The following rules related to the semantic aspects of the curriculum were obtained:
(x,y) : (isComposedOf(x,y) category(x) category(y)) / (2)(y,x) : (isPrerequisiteTo(y,x) category(x) category(y)) / (3)
It is important to keep in mind that the second restriction must generally be respected. Table 2 shows the modifications made in the curriculum by the application of these rules.
Table 2. Changes in the second phase
Type of change / Quantity / Ratio of change (on 105)Relation changed destination / 2 / 1.9%
Relation changed type / 0 / 0.0%
Relation was inverted / 4 / 3.8%
Relation was added / 0 / 0.0%
Relation was removed / 2 / 1.9%
Total / 10 / 9.5%
At this point of the validation process, it is important to be cautious so that the modifications made do not invalidate those made during the first phase. We observe that despite the extent of the changes being less important here, the changes do affect near 10% of the links in the curriculum. The most frequent modification was the inversion of a link. In all cases the change concerned an objective of the application category which was placed prerequisite to an objective of the acquisition category. Most of these errors were detected during the prior step.
If we add the total number of corrections made to the curriculum during both phases we obtain 42.8%, which is much higher than what we expected (we expected an error rate of approximately 20%). Figure 3 shows the fragment of the curriculum after the two phases.

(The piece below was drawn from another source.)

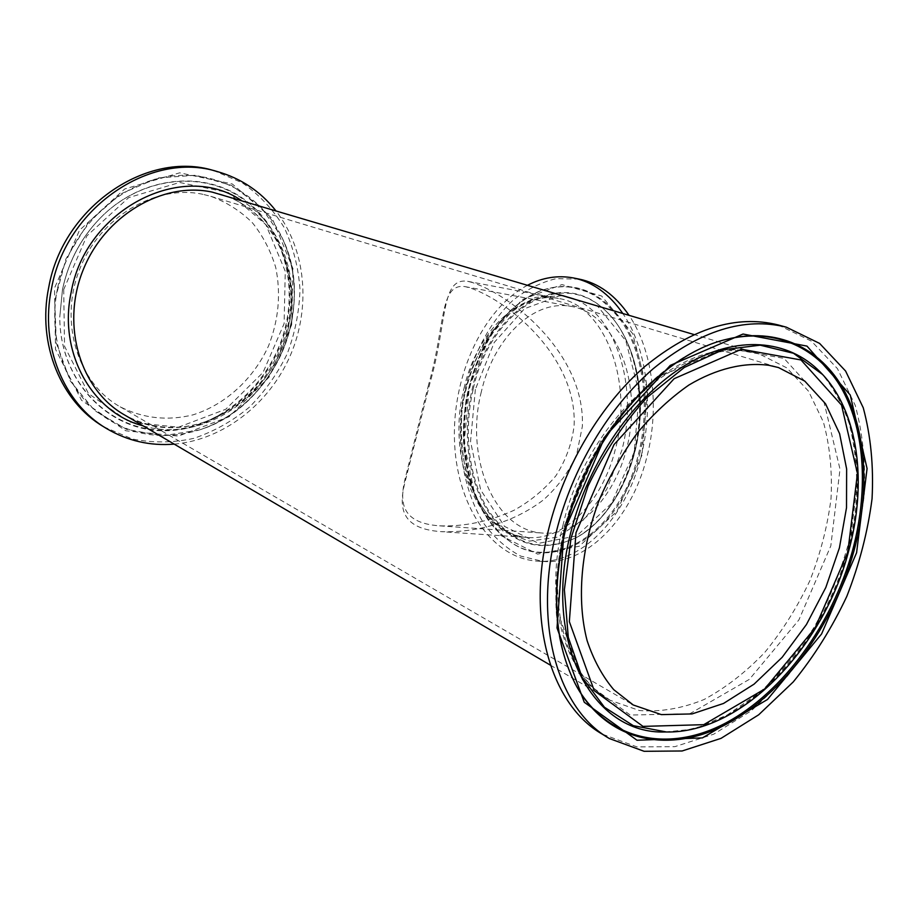 <?xml version="1.0" encoding="UTF-8"?>
<svg xmlns="http://www.w3.org/2000/svg" width="918" height="918" viewBox="0 0 918 918"><rect width="100%" height="100%" fill="white"/><g stroke="black" fill="none" stroke-linecap="round" stroke-linejoin="round"><path stroke-width="0.69" stroke-dasharray="4.59 3.44" d="M103.745 426.813L132.272 438.976C152.652 443.061 173.158 442.855 193.767 438.368C213.894 431.552 232.403 421.178 249.283 407.259C264.832 391.642 277.477 373.81 287.242 353.74C295.091 332.855 299.337 311.42 299.979 289.422C298.465 267.62 293.255 247.08 284.351 227.825C273.415 209.82 259.45 194.846 242.432 182.911L213.963 170.645M202.935 194.329C155.59 184.082 99.752 216.832 79.43 269.858C58.718 322.723 78.179 383.472 120.212 406.846C143.277 418.436 167.546 421.11 193.009 414.856C225.736 404.528 253.62 378.744 268.607 345.753C278.682 319.889 281.057 293.806 275.744 267.517C270.73 250.866 262.961 235.949 252.416 222.764C240.459 210.979 226.585 202.155 210.796 196.314L202.935 194.329M174.236 444.128C223.499 439.802 269.226 403.897 290.249 355.668C311.156 307.381 306.176 249.501 275.733 210.589M472.449 282.537L467.595 281.298C440.468 277.351 447.64 322.184 429.727 383.885L404.746 483.178C398.389 508.801 401.969 528.917 441.294 531.66C475.122 532.853 512.806 523.122 543.272 500.035C557.811 487.01 568.965 471.737 576.722 454.215L582.322 426.56C585.546 356.609 515.537 296.996 472.449 282.537M527.586 285.234C483.075 308.54 452.735 375.152 454.433 438.988C455.856 502.8 490.201 558.167 537.409 561.139C578.696 564.731 625.204 520.885 641.016 456.533C654.373 405.458 646.49 347.601 622.783 313.44M481.342 391.745C464.531 456.361 493.792 530.65 542.664 533.06C581.071 536.605 622.84 489.81 630.368 429.131C638.343 368.497 609.678 312.705 571.616 306.486C533.117 298.775 493.287 339.063 481.342 391.745M579.235 279.118L556.147 278.659C540.736 282.319 526.152 289.698 512.416 300.817C486.081 325.706 467.687 365.089 461.616 407.569C456.808 450.21 464.715 492.955 483.935 523.662C494.446 537.879 506.702 548.689 520.701 556.101L543.158 561.46C584.502 565.04 631.045 521.344 646.834 457.198C660.065 406.674 652.4 349.448 629.025 315.299M778.223 324.961L811.455 341.152L837.468 368.669L855.209 405.274C862.805 433.33 865.8 463.521 864.171 495.846C859.982 528.642 851.629 561.047 839.121 593.051C824.479 624.148 806.681 652.514 785.739 678.161L751.28 710.796L713.699 734.193L674.856 746.667L636.897 746.896L602.197 734.102M428.626 384.539L404.953 479.46C399.066 503.993 402.6 523.157 439.607 525.842C464.439 526.68 489.202 521.516 513.873 510.351C529.801 501.572 543.766 490.109 555.78 475.96C565.775 460.492 571.88 443.738 574.106 425.711C577.456 359.007 511.005 301.838 469.993 287.885L465.082 286.634C439.252 282.893 445.62 325.615 428.626 384.539M291.66 324.834L269.1 377.126L229.167 416.657L178.425 436.084L125.777 430.794L81.507 400.271L55.516 349.299L54.529 288.091L79.487 230.269L124.722 188.959L179.687 172.825L232.3 183.979L272.302 218.553L293.003 268.71L291.66 324.834M290.834 324.834C297.409 294.001 294.483 264.912 282.033 237.567L261.102 207.066L231.588 185.447L196.004 175.235L157.667 177.989L120.545 193.985L88.748 221.915L65.935 258.922L54.759 300.909L56.365 343.148L70.319 381.027L94.715 410.667L126.65 429.383L162.67 435.843L199.252 429.991C244.096 415.487 280.449 373.041 290.834 324.834M57.432 288.814C48.505 333.716 62.321 379.593 91.295 406.961C123.23 434.386 159.33 442.028 199.596 429.876C244.337 415.406 280.598 373.064 290.96 324.972C297.524 294.196 294.598 265.176 282.193 237.9C261.607 194.065 213.699 167.627 163.668 177.277C113.717 186.756 68.402 233.39 57.432 288.814M63.709 289.514L64.535 346.235L88.507 393.604L129.518 422.119L178.471 427.214L225.771 409.256L263.053 372.444L284.098 323.664L285.28 271.326L265.887 224.669L228.559 192.654L179.641 182.475L128.692 197.611L86.82 235.949L63.709 289.514M62.493 289.48C68.747 260.024 82.517 235.042 103.826 214.525C143.506 177.059 200.916 171.23 239.908 197.003C279.049 222.73 296.904 275.136 286.049 324.1C273.369 382.186 221.399 429.372 165.573 430.152C109.804 431.575 59.785 381.842 59.773 316.905L62.493 289.48C68.735 260.035 82.517 235.042 103.826 214.525L103.975 214.364C82.597 234.962 68.77 260.035 62.493 289.595L59.762 317.135C59.785 382.301 109.976 432.183 165.928 430.749C221.938 429.945 274.057 382.588 286.795 324.318C297.684 275.193 279.783 222.615 240.516 196.796C201.398 170.932 143.805 176.772 103.975 214.364C82.597 234.962 68.77 260.035 62.493 289.606L59.762 317.135L62.493 289.468M219.781 194.008C272.485 208.822 301.85 270.007 288.39 326.452C274.08 401.705 186.916 452.689 124.699 415.028C150.965 429.142 178.597 431.15 207.583 421.075L231.508 408.992C242.467 401.189 252.404 392.055 261.32 381.601C273.92 364.916 282.733 346.396 287.747 326.039C301.196 269.444 271.9 208.615 219.781 194.008M143.128 425.849C204.886 444.381 275.297 393.443 288.734 325.959C300.025 277.144 281.252 224.21 241.147 200.331M563.239 524.086C543.066 602.529 565.155 675.958 610.183 700.296L639.433 710.532C660.581 712.139 682.131 708.466 704.072 699.516C725.679 687.834 745.944 672.102 764.843 652.319C782.549 630.7 797.581 606.764 809.94 580.52C820.497 553.497 827.531 526.14 831.031 498.474C832.374 471.198 829.838 445.746 823.423 422.108L808.551 391.229L786.841 367.9L759.209 353.878L750.086 351.732C682.831 335.816 587.577 418.849 563.239 524.086M463.957 388.578C476.465 333.016 518.096 290.306 558.408 298.476C603.115 304.294 634.212 379.57 615.427 448.959C602.174 503.454 562.895 540.909 527.873 537.478C476.717 535.056 446.366 456.671 463.957 388.578M562.814 295.665L535.492 297.386L509.593 311.695L487.584 336.539C475.455 357.4 467.032 380.626 462.339 406.226C460.056 432.16 461.961 456.877 468.065 480.378L482.593 510.511L503.649 531.66L529.399 541.127L557.283 537.179L584.169 519.462L606.683 489.42L621.819 450.405C639.226 385.606 614.647 313.646 574.025 298.993M475.363 389.37L470.544 441.42L480.665 489.925L504.533 526.404L538.602 543.341L576.883 535.802L611.434 503.466L634.143 452.184L639.318 393.374L625.824 340.773L597.4 305.969L561.024 295.194L524.408 308.746L494.251 342.437L475.363 389.37M473.298 388.807C489.294 312.9 559.188 265.095 606.132 311.248C631.251 335.013 644.929 382.496 638.836 430.209C632.743 477.922 607.567 520.437 577.273 537.133C542.045 553.324 512.772 544.925 489.489 511.957C468.949 480.47 463.005 432.286 473.298 388.807M634.12 452.666C648.349 398.837 635.233 337.79 605.582 310.72C558.465 264.418 488.353 312.43 472.311 388.612C461.995 432.24 467.939 480.596 488.537 512.21C511.888 545.303 541.241 553.738 576.607 537.5C603.631 521.665 622.806 493.391 634.12 452.666M641.934 455.259L617.045 511.188L579.281 546.221L537.627 554.116L500.723 535.435L474.996 495.754L464.129 443.245L469.35 386.994L489.719 336.195L522.285 299.566L561.977 284.58L601.611 295.986L632.709 333.693L647.569 391.022L641.934 455.259M639.502 454.582C651.367 408.005 644.884 355.977 624.091 323.4C600.739 290.593 573.016 279.657 540.92 290.616C505.864 306.291 482.053 338.524 469.5 387.304C454.858 446.458 470.877 514.344 508.962 540.702C551.707 574.427 620.143 535.263 639.502 454.582M638.412 454.364C650.231 407.936 643.782 356.058 623.07 323.584C599.81 290.868 572.189 279.967 540.197 290.88C505.256 306.509 481.525 338.65 469.006 387.293C454.399 446.286 470.372 514 508.331 540.254C550.938 573.876 619.122 534.792 638.412 454.364M574.473 682.361C554.323 641.349 551.133 591.031 564.937 531.419C586.866 439.424 657.873 356.632 724.21 339.958M564.421 530.971C586.441 438.494 658.252 355.518 724.83 339.786C657.414 355.886 586.2 438.483 564.191 530.57C550.123 591.318 553.864 642.52 575.414 684.174C554.047 643.059 550.375 591.984 564.421 530.971M666.514 731.99C741.182 733.459 822.666 648.119 848.071 551.707C867.097 483.74 858.594 412.779 822.551 374.452M665.378 731.979L688.362 729.649L700.067 726.608L727.354 714.915L758.658 693.331C778.2 675.786 796.686 653.742 814.151 627.201C830.492 597.561 842.77 566.486 851.009 533.978L856.723 489.076C856.896 465.77 854.371 443.876 849.139 423.37C842.391 404.023 833.142 387.304 821.392 373.236C857.837 411.585 866.523 482.96 847.383 551.316C821.989 647.706 740.642 733.08 665.86 731.99M564.18 526.071L601.083 440.514L659.721 376.495L725.633 347.922L784.052 358.399L824.066 402.428L840.004 469.178L830.813 545.9L798.901 619.902L749.386 679.343L689.831 713.734L630.241 715.053L582.437 679.963L557.903 612.57L564.18 526.071M290.811 324.8C297.398 293.944 294.471 264.866 282.033 237.567L282.193 237.9C316.962 307.484 274.103 407.11 199.596 429.876L199.252 429.991C244.027 415.521 280.426 373.041 290.811 324.8M550.433 665.183L610.183 700.296C567.439 677.668 544.695 605.065 565.144 525.658C578.638 471.806 610.103 419.733 647.867 387.511C687.972 355.553 725.082 344.342 759.209 353.878L693.87 334.508M104.927 427.547L106.568 428.557M467.595 281.31L558.408 298.476C515.652 290.065 470.142 343.275 462.42 407.672C453.71 471.932 484.383 534.884 527.873 537.478L441.294 531.66M606.132 311.248C631.469 335.265 645.067 382.657 639.008 430.232C632.915 477.808 607.842 520.254 577.273 537.133L576.607 537.5C603.333 521.906 622.415 493.654 633.845 452.769C648.188 398.699 634.854 337.308 605.582 310.72L606.132 311.248M540.92 290.616C503.098 305.086 472.804 354.21 465.942 408.12C459.034 462.018 475.994 517.178 508.962 540.702L508.331 540.254C480.504 518.085 465.518 484.222 463.372 438.666C463.142 427.031 464.129 413.605 466.333 398.401C470.555 378.641 476.947 360.154 485.519 342.93C499.748 318.477 518.659 300.152 540.197 290.88L540.92 290.616M543.158 561.46L537.409 561.139M609.391 738.542L607.429 737.326M120.212 406.846L631.779 704.117M210.796 196.314L778.441 367.544M439.607 525.842L542.664 533.06M465.082 286.634L571.616 306.486"/><path stroke-width="1.38" d="M275.733 210.589C260.448 191.334 240.918 178.31 217.141 171.517L213.963 170.645C147.809 149.772 63.009 206.355 48.769 287.196C36.869 344.147 61.173 401.981 103.745 426.813L104.927 427.547M217.141 171.517C150.862 150.598 65.832 207.399 51.523 288.516C39.566 345.661 63.893 403.668 106.568 428.557C127.533 440.892 150.093 446.079 174.236 444.128M622.783 313.44C609.001 293.703 592.603 281.872 573.589 277.982C557.972 275.044 542.641 277.454 527.586 285.234M629.025 315.299C615.152 295.137 598.547 283.077 579.235 279.118L573.589 277.982M556.446 531.327C572.235 468.191 608.852 407.087 653.111 368.795C700.044 330.549 744.452 316.687 786.359 327.187L819.602 343.412L845.593 371.033L863.253 407.776C870.815 435.947 873.741 466.264 872.054 498.738C867.797 531.671 859.374 564.226 846.809 596.379C832.098 627.637 814.243 656.152 793.232 681.948L758.693 714.789L721.032 738.359L682.131 750.981L644.126 751.303L609.391 738.542C558.018 709.453 532.75 623.758 556.446 531.327M768.951 365.318L778.441 367.544L804.822 381.142L825.511 403.748L839.603 433.663L846.637 468.995L846.511 507.734L839.419 547.874L825.833 587.44L806.44 624.527L782.147 657.322L754.08 684.139L723.533 703.452L692.057 713.929L661.362 714.617L633.271 704.99L613.74 689.659C602.415 676.256 593.533 659.916 587.107 640.615C576.538 599.993 580.784 548.379 599.5 499.358C609.965 475.26 622.702 452.964 637.7 432.481C653.673 413.502 670.748 397.689 688.902 385.032C716.43 368.611 744.096 362.025 768.951 365.318M607.429 737.326L602.197 734.102C550.869 705.024 525.521 619.673 549.021 527.758C564.685 464.967 601.118 404.241 645.228 366.19C692.011 328.208 736.339 314.461 778.223 324.961L786.359 327.187M550.433 665.183L124.699 415.028C80.899 390.414 60.772 326.624 82.677 271.154C104.17 215.523 162.75 181.305 212.173 192.103L693.87 334.508M241.147 200.331C182.579 160.432 85.558 208.914 71.145 292.394C58.018 353.178 92.638 413.031 143.128 425.849M574.025 298.993L562.814 295.665M563.996 531.866L557.019 627.981L584.25 702.247L637.012 740.241L702.408 737.911L767.505 699.482L821.576 633.971L856.586 552.762L867.074 468.57L850.263 395.027L806.979 346.109L743.041 334.037L670.266 365.398L605.111 436.543L563.996 531.866M724.21 339.958L726.517 339.339C776.938 326.636 820.738 347.899 843.952 390.012C866.982 432.504 869.748 493.195 853.637 552.108C833.349 625.043 784.592 692.723 727.653 723.556C670.897 754.137 608.714 743.075 576.952 686.997L574.473 682.361M724.83 339.786L725.415 339.637C775.676 326.969 819.361 348.151 842.529 390.104C865.513 432.447 868.29 492.943 852.237 551.661C832.029 624.366 783.41 691.805 726.643 722.512C670.06 752.955 608.072 741.882 576.412 685.987L576.952 686.997C554.77 645.939 550.811 594.175 565.086 531.694C587.268 438.265 660.18 354.543 726.517 339.339L724.83 339.786M847.784 552.131L815.058 628.027L764.487 689.12L703.739 724.669L642.99 726.39L594.256 690.692L569.344 621.647L575.988 532.727L613.981 444.633L674.133 378.686L741.514 349.242L801.001 359.959L841.542 405.102L857.446 473.516L847.784 552.131M822.551 374.452L793.508 353.281L760.196 345.179L723.005 349.769L684.38 367.407L647.11 397.414C623.815 423.003 604.136 452.54 588.071 486.024L571.076 537.971L564.386 589.7L568.288 637.264L582.104 677.277L604.434 707.239L633.305 725.668L666.514 731.99C741.996 733.333 822.964 648.188 848.404 552.039C867.648 483.224 858.72 411.321 821.025 372.857L820.233 372.031C788.39 339.316 736.603 334.427 685.402 365.146C634.315 395.922 588.484 461.662 571.03 531.453C541.895 642.497 592.913 734.779 665.378 731.979L665.86 731.99M666.514 731.99L665.378 731.979M631.779 704.117L633.271 704.99"/></g></svg>

Figure 3. Curriculum fragment after the corrections.
In this curriculum fragment the main changes were additions: four is-composed-of relationships were added. These changes were justified by respecting rule (1) concerning the entry points and by the desire to complete the attribute definition. The two attribute objectives had their relationships changed in order to respect rule (3), and in order to make the attribute [ap] a entry point.
6.Lessons Learned
In order to understand why so many errors were found in the developed curriculum, we studied the method used by the high-school teachers. Several comments on the curriculum editor seem to suggest that a method should be proposed or even imposed on the developer: "The use of these tools tends to segment the teaching material to the point where one loses sight of the global picture" [6].
6.1.The High-School Teachers' Method
It seems that most of the errors were due to the fact that the tool allows the curriculum developers to work in an unstructured way. After having analysed the protocol used [12] we have determined that the teachers tended to use a bottom-up approach [4]. In order to build the curriculum, they enumerated the pertinent objectives, identified their types and regrouped them, traced the relationships, and repeated the process.
This method, named content-driven, favours the exhaustive identification of the objectives (it will cover more of the subject material). It could be useful to build a general course on a specific domain without knowing the characteristics of the learners. One of the biggest inconvenience of this approach is that some elements are defined and then discarded since they will not be connected to anything.
With this approach, there is a loss of both global vision and coherence (therefore of the global quality). The introduction of entry points addresses partially this lack. The semantic restrictions permits the detection of some errors that are less damaging but still important since they constitute 25% of the total number.